Provided records:

---*---

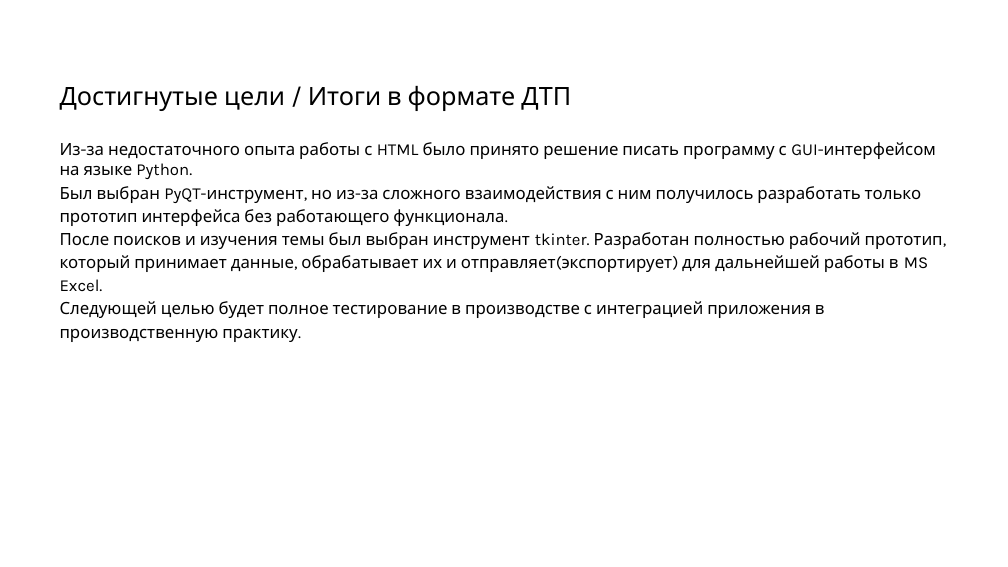
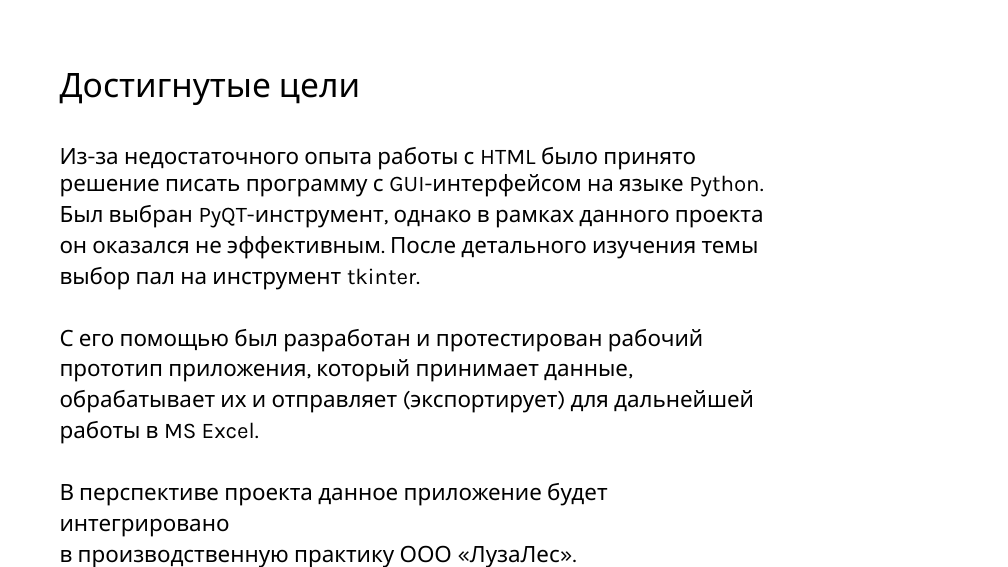
Before and after one commit to Denowsky/Diploma, a slide deck: slide 7 of Презентация.pptx (slide 6 before the commit). Drawn at 1008x567 pixels with LibreOffice and Linux fonts; fonts in the diff are those of the drawing; background and template pictures are left out. Boxes give left, top, right and bottom in pixels: in the first picture for what was removed or moved away, otherwise in the second. Text is boxed around its words. In the diff, an @@ line names an element or a change of style, - is before the commit and + after.

```diff
--- a/Презентация.pptx
+++ b/Презентация.pptx
@@ title at (60,73,360,105): text changed; size 18 to 24 pt @@
-Достигнутые цели / Итоги в формате ДТП
+Достигнутые цели
@@ subtitle at (60,147,763,197): size 12 to 16 pt in "Из-за недостаточного опыта работы с HTML было ..." @@
@@ subtitle at (60,205,764,505): text changed; size 12 to 16 pt @@
-Был выбран PyQT-инструмент, но из-за сложного взаимодействия с ним получилось разработать только прототип интерфейса без работающего функционала.
-После поисков и изучения темы был выбран инструмент tkinter. Разработан полностью рабочий прототип, который принимает данные, обрабатывает их и отправляет(экспортирует) для дальнейшей работы в MS Excel.
-Следующей целью будет полное тестирование в производстве с интеграцией приложения в производственную практику.
+Был выбран PyQT-инструмент, однако в рамках данного проекта он оказался не эффективным. После детального изучения темы выбор пал на инструмент tkinter.
+С его помощью был разработан и протестирован рабочий прототип приложения, который принимает данные, обрабатывает их и отправляет (экспортирует) для дальнейшей работы в MS Excel.
+В перспективе проекта данное приложение будет интегрировано
+в производственную практику ООО «ЛузаЛес».
```
Also in this commit, not shown: 7 other slides changed, 2 slides added, 2 slides removed.
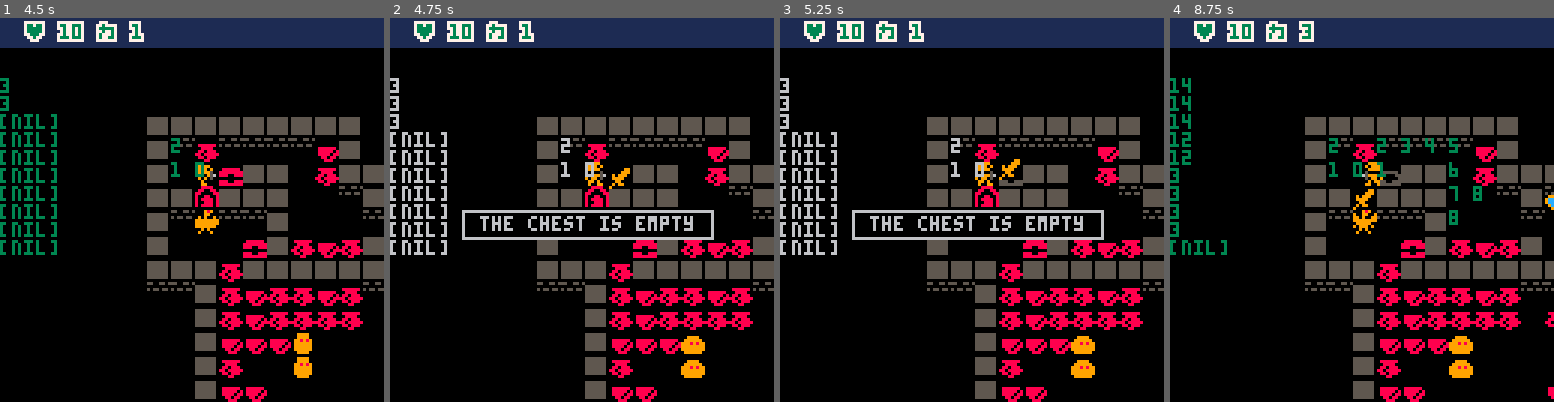
Above: before the commit, frames 1-4 (left to right).
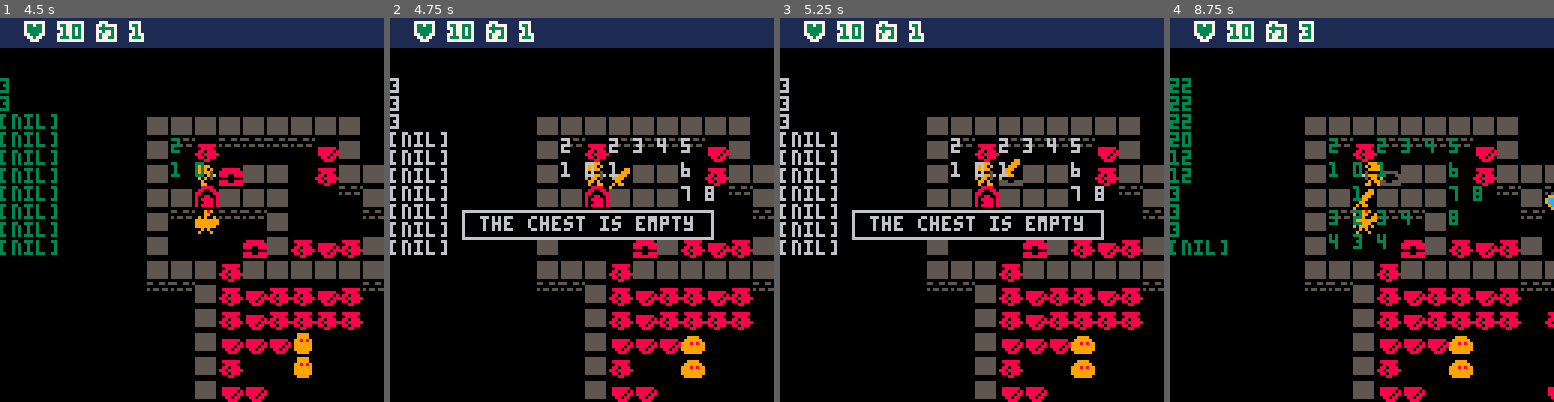
Above: after the commit, the same moments.

Repository: chebastian/picoabyss
Game: PICO-8 cartridge rouge.p8
The game is run twice, just before and just after one commit, with the same random seed, the same clock (stepped at 60 frames per second) and the same inputs.
Inputs:
- Up to frame 1 (4.5 s): tap X (X key) at 0.33, 1.07, 1.85, 2.97, 4.08 s; tap O (Z key) at 0.7, 1.7, 2.1, 2.5, 2.9, 3.3, 3.7, 4.1 s; hold Right 1.6-2.1 s; hold Up 2.15-2.42 s; hold Right 2.47-3.03 s; hold Left 3.08-3.58 s; hold Down 3.63-3.97 s; hold Right from 4.02 s (still down)
- Up to frame 2 (4.75 s): tap O (Z key) at 4.5 s; release Right at 4.68 s; hold Up from 4.73 s (still down)
- Up to frame 3 (5.25 s): tap O (Z key) at 4.9 s; release Up at 5.03 s; hold Left from 5.08 s (still down); tap X (X key) at 5.2 s
- Up to frame 4 (8.75 s): tap O (Z key) every 0.4 s from 5.3 to 8.5 s; release Left at 5.68 s; hold Down 5.73-6.03 s; hold Right 6.08-6.58 s; tap X (X key) at 6.32, 7.43, 8.55 s; hold Right 6.63-7.13 s; hold Up 7.18-7.45 s; hold Right 7.5-8.07 s; hold Left 8.12-8.62 s; hold Down from 8.67 s (still down)

Frame 1 is identical in both runs. In frame 2, 0.5% of the frame differs, in the area x 57-85%, y 31-48%; in frame 3, 0.5%; in frame 4, 0.9%, in the area x 0-63%, y 15-61%.

Commit message:
dont walk onto tiles which contains other entities, ignore player

Diff:
--- a/rouge.p8
+++ b/rouge.p8
@@ -207,12 +207,7 @@
  end
 
  push_upd(upd_ease)
- local ent_idx = {}
- for en in all(_ents) do
---  if i.id != p_id then
-	  ent_idx[ptoi(en.pos)] = true
---  end
- end
+
  _srch_tiles =
    flood_fill(
    _plyr.pos,
@@ -220,7 +215,7 @@
     {po=p(_plyr.pos.x,
      _plyr.pos.y),dst=0}
     },
-    ent_idx)
+    {})
  dbg(#_srch_tiles)
 end
 
@@ -458,7 +453,7 @@
  e.d = nil
 end
 
-function wlk_in_d(enta,entb)
+function wlk_in_d(enta)
  local mini,mind = 0,999
  for i=1,#dirs do
   local nx = enta.pos.x+dirs[i].x
@@ -493,6 +488,15 @@
  local mini,mind = -1,999
  local curpt = ptoi(ent.pos)
  local curd = lookup[curpt]
+
+ local ocp = {}
+ for e in all(_ents) do
+ 	if is_player(e) == false then
+ 		ocp[ptoi(e.pos)] = true
+ 	end
+ end
+
+
  if curd then
   mind = curd
  end
@@ -502,7 +506,7 @@
 
   local ndist = 999
   local ptile = lookup[ptoi(p(nx,ny))]
-  if ptile then
+  if ptile and ocp[ptoi(p(nx,ny))] == nil then
    ndist = ptile
   end

---*---

Problem requirements:
Print the material precisely as given, dropping any images it holds.

Response:
Before and after one commit to Denowsky/Diploma, a slide deck: slide 7 of Презентация.pptx (slide 6 before the commit). Drawn at 1008x567 pixels with LibreOffice and Linux fonts; fonts in the diff are those of the drawing; background and template pictures are left out. Boxes give left, top, right and bottom in pixels: in the first picture for what was removed or moved away, otherwise in the second. Text is boxed around its words. In the diff, an @@ line names an element or a change of style, - is before the commit and + after.

```diff
--- a/Презентация.pptx
+++ b/Презентация.pptx
@@ title at (60,73,360,105): text changed; size 18 to 24 pt @@
-Достигнутые цели / Итоги в формате ДТП
+Достигнутые цели
@@ subtitle at (60,147,763,197): size 12 to 16 pt in "Из-за недостаточного опыта работы с HTML было ..." @@
@@ subtitle at (60,205,764,505): text changed; size 12 to 16 pt @@
-Был выбран PyQT-инструмент, но из-за сложного взаимодействия с ним получилось разработать только прототип интерфейса без работающего функционала.
-После поисков и изучения темы был выбран инструмент tkinter. Разработан полностью рабочий прототип, который принимает данные, обрабатывает их и отправляет(экспортирует) для дальнейшей работы в MS Excel.
-Следующей целью будет полное тестирование в производстве с интеграцией приложения в производственную практику.
+Был выбран PyQT-инструмент, однако в рамках данного проекта он оказался не эффективным. После детального изучения темы выбор пал на инструмент tkinter.
+С его помощью был разработан и протестирован рабочий прототип приложения, который принимает данные, обрабатывает их и отправляет (экспортирует) для дальнейшей работы в MS Excel.
+В перспективе проекта данное приложение будет интегрировано
+в производственную практику ООО «ЛузаЛес».
```
Also in this commit, not shown: 7 other slides changed, 2 slides added, 2 slides removed.
Above: before the commit, frames 1-4 (left to right).
Above: after the commit, the same moments.

Repository: chebastian/picoabyss
Game: PICO-8 cartridge rouge.p8
The game is run twice, just before and just after one commit, with the same random seed, the same clock (stepped at 60 frames per second) and the same inputs.
Inputs:
- Up to frame 1 (4.5 s): tap X (X key) at 0.33, 1.07, 1.85, 2.97, 4.08 s; tap O (Z key) at 0.7, 1.7, 2.1, 2.5, 2.9, 3.3, 3.7, 4.1 s; hold Right 1.6-2.1 s; hold Up 2.15-2.42 s; hold Right 2.47-3.03 s; hold Left 3.08-3.58 s; hold Down 3.63-3.97 s; hold Right from 4.02 s (still down)
- Up to frame 2 (4.75 s): tap O (Z key) at 4.5 s; release Right at 4.68 s; hold Up from 4.73 s (still down)
- Up to frame 3 (5.25 s): tap O (Z key) at 4.9 s; release Up at 5.03 s; hold Left from 5.08 s (still down); tap X (X key) at 5.2 s
- Up to frame 4 (8.75 s): tap O (Z key) every 0.4 s from 5.3 to 8.5 s; release Left at 5.68 s; hold Down 5.73-6.03 s; hold Right 6.08-6.58 s; tap X (X key) at 6.32, 7.43, 8.55 s; hold Right 6.63-7.13 s; hold Up 7.18-7.45 s; hold Right 7.5-8.07 s; hold Left 8.12-8.62 s; hold Down from 8.67 s (still down)

Frame 1 is identical in both runs. In frame 2, 0.5% of the frame differs, in the area x 57-85%, y 31-48%; in frame 3, 0.5%; in frame 4, 0.9%, in the area x 0-63%, y 15-61%.

Commit message:
dont walk onto tiles which contains other entities, ignore player

Diff:
--- a/rouge.p8
+++ b/rouge.p8
@@ -207,12 +207,7 @@
  end
 
  push_upd(upd_ease)
- local ent_idx = {}
- for en in all(_ents) do
---  if i.id != p_id then
-	  ent_idx[ptoi(en.pos)] = true
---  end
- end
+
  _srch_tiles =
    flood_fill(
    _plyr.pos,
@@ -220,7 +215,7 @@
     {po=p(_plyr.pos.x,
      _plyr.pos.y),dst=0}
     },
-    ent_idx)
+    {})
  dbg(#_srch_tiles)
 end
 
@@ -458,7 +453,7 @@
  e.d = nil
 end
 
-function wlk_in_d(enta,entb)
+function wlk_in_d(enta)
  local mini,mind = 0,999
  for i=1,#dirs do
   local nx = enta.pos.x+dirs[i].x
@@ -493,6 +488,15 @@
  local mini,mind = -1,999
  local curpt = ptoi(ent.pos)
  local curd = lookup[curpt]
+
+ local ocp = {}
+ for e in all(_ents) do
+ 	if is_player(e) == false then
+ 		ocp[ptoi(e.pos)] = true
+ 	end
+ end
+
+
  if curd then
   mind = curd
  end
@@ -502,7 +506,7 @@
 
   local ndist = 999
   local ptile = lookup[ptoi(p(nx,ny))]
-  if ptile then
+  if ptile and ocp[ptoi(p(nx,ny))] == nil then
    ndist = ptile
   end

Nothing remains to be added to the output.